• **Task instructions**: Please filter the data below down to the lines holding the string "bold".

(Stored entries)
────────────────

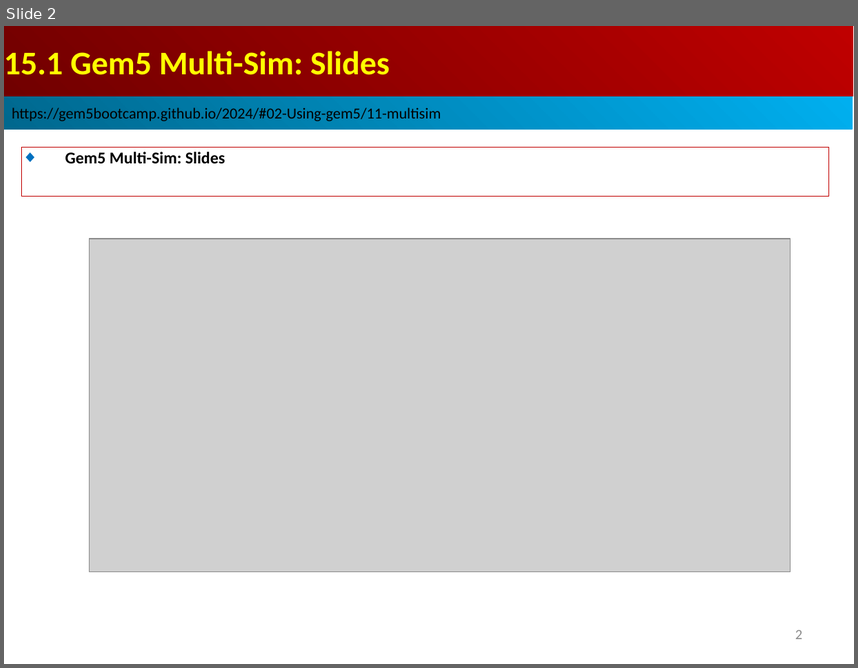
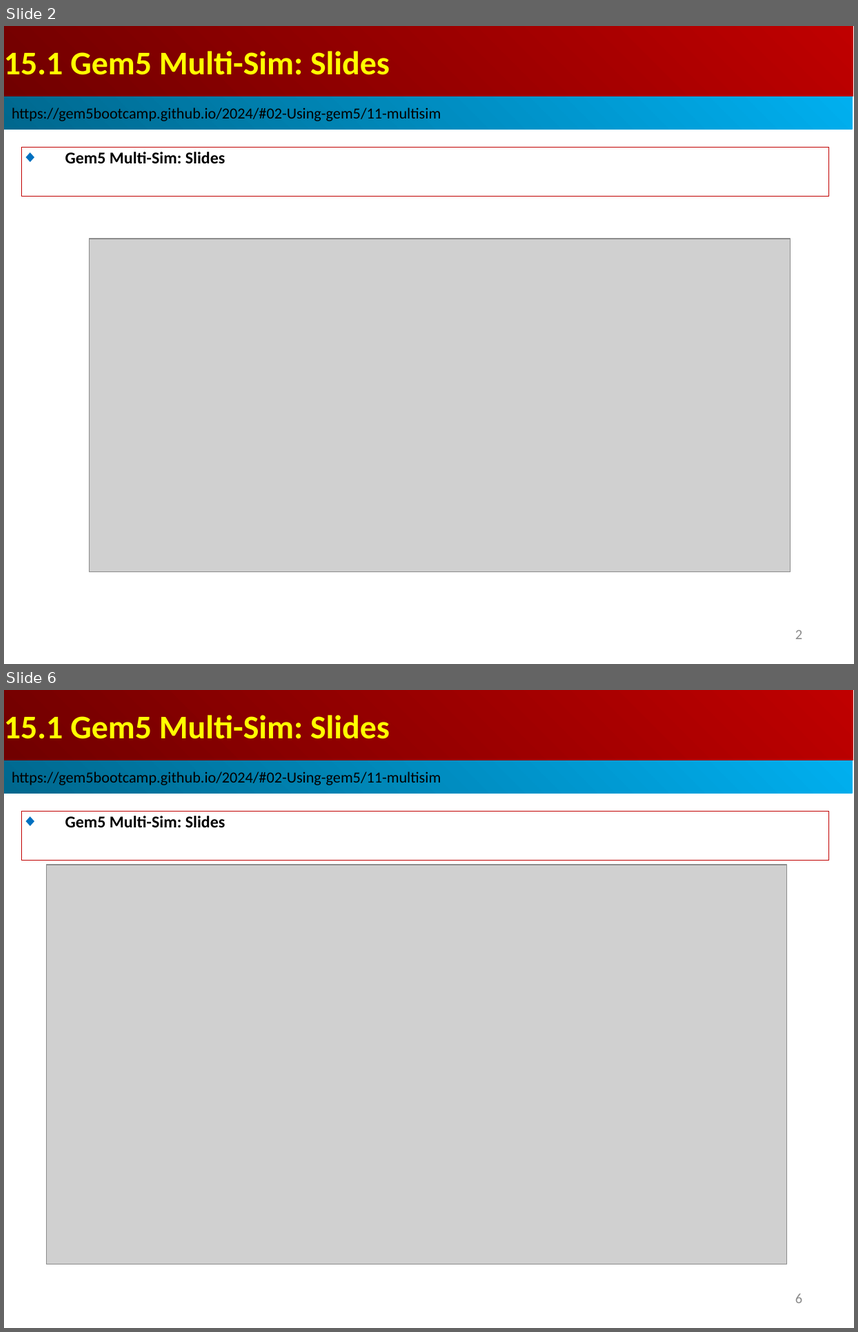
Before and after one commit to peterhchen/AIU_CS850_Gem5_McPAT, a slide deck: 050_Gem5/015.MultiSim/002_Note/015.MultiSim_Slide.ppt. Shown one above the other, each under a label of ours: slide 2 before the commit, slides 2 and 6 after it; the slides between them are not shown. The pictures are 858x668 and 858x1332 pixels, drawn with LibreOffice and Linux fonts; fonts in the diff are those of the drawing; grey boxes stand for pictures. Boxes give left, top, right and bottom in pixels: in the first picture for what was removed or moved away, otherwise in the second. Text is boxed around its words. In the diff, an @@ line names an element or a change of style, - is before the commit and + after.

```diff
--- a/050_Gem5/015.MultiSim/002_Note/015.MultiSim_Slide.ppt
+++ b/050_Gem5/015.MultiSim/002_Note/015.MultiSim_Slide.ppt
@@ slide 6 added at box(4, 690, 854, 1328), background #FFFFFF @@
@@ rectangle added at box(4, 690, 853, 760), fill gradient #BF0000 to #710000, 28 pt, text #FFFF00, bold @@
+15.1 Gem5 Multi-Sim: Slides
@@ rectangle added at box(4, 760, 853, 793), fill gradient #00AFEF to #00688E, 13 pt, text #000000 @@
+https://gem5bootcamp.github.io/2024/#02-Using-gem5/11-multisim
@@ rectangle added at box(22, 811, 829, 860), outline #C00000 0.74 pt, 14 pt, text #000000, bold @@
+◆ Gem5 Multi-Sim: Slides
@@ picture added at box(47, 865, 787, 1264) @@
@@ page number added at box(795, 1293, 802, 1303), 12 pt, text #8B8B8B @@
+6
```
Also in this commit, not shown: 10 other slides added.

────────────────

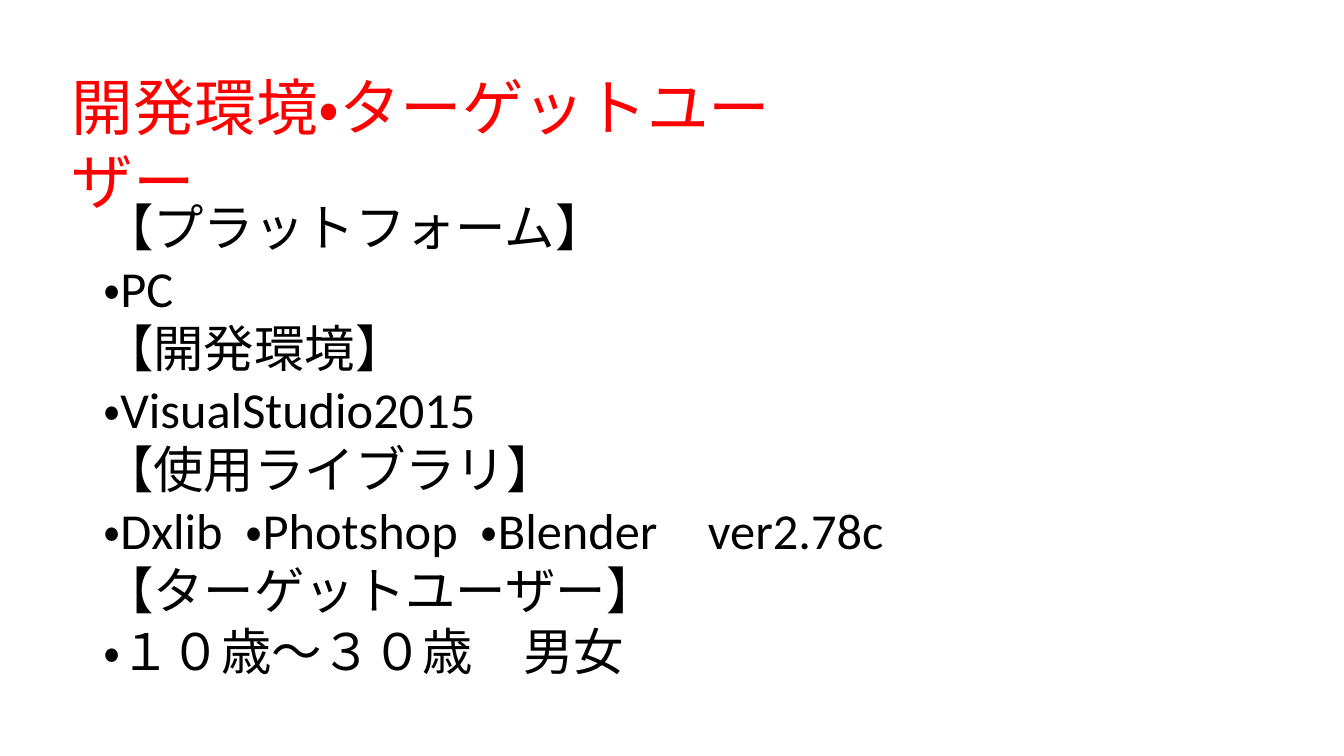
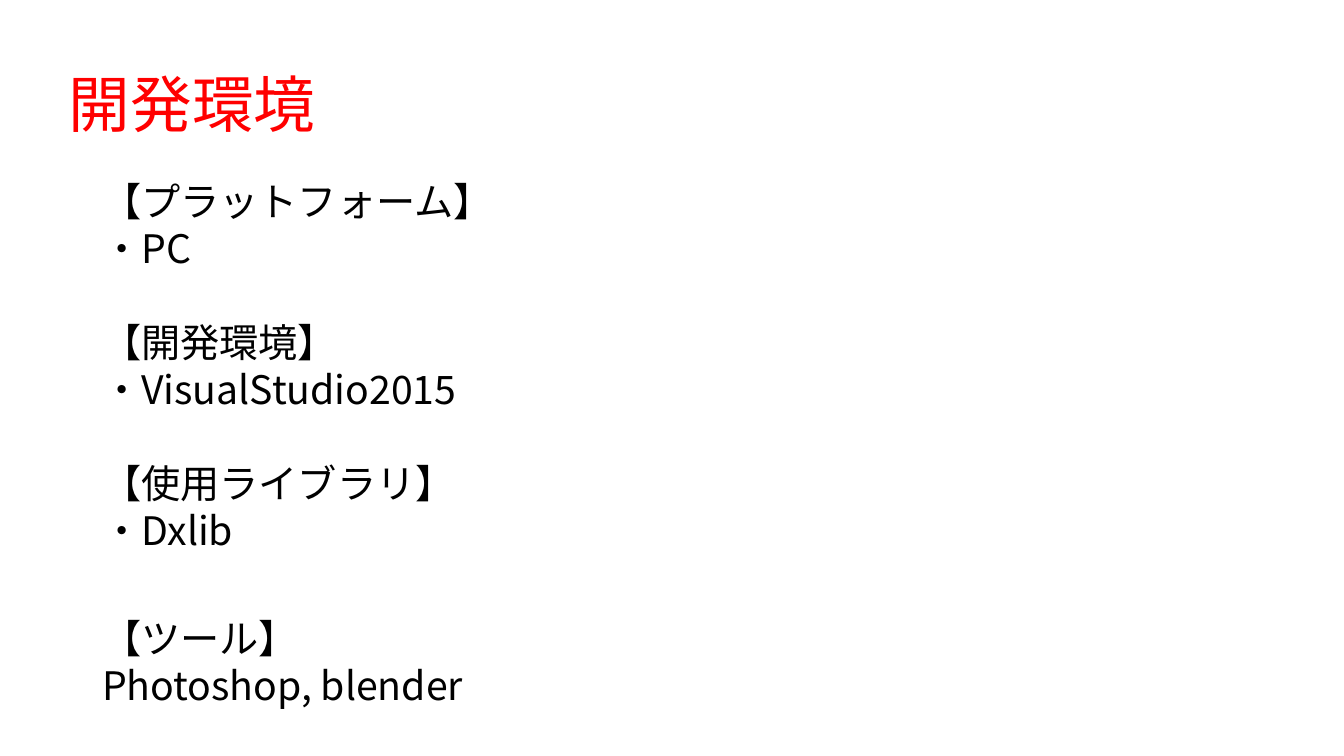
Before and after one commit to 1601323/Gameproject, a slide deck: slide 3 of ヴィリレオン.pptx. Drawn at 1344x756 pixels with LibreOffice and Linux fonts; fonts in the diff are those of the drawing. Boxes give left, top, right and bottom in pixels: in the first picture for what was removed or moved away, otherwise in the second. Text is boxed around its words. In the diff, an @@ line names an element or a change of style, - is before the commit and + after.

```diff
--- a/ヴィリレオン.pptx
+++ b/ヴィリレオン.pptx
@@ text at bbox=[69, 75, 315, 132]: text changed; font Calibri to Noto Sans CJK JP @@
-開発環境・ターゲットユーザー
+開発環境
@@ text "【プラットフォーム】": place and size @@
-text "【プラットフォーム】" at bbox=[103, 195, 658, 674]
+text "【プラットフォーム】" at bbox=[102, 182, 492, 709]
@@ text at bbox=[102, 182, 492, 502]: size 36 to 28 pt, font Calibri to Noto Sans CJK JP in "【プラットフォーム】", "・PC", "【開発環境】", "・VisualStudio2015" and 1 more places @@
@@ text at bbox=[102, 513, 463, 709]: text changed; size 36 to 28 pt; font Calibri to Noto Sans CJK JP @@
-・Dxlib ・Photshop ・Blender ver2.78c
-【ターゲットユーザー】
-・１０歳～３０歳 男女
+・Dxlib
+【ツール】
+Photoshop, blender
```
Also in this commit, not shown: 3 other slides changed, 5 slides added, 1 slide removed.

────────────────

• **Exercise output**:
@@ rectangle added at box(4, 690, 853, 760), fill gradient #BF0000 to #710000, 28 pt, text #FFFF00, bold @@
@@ rectangle added at box(22, 811, 829, 860), outline #C00000 0.74 pt, 14 pt, text #000000, bold @@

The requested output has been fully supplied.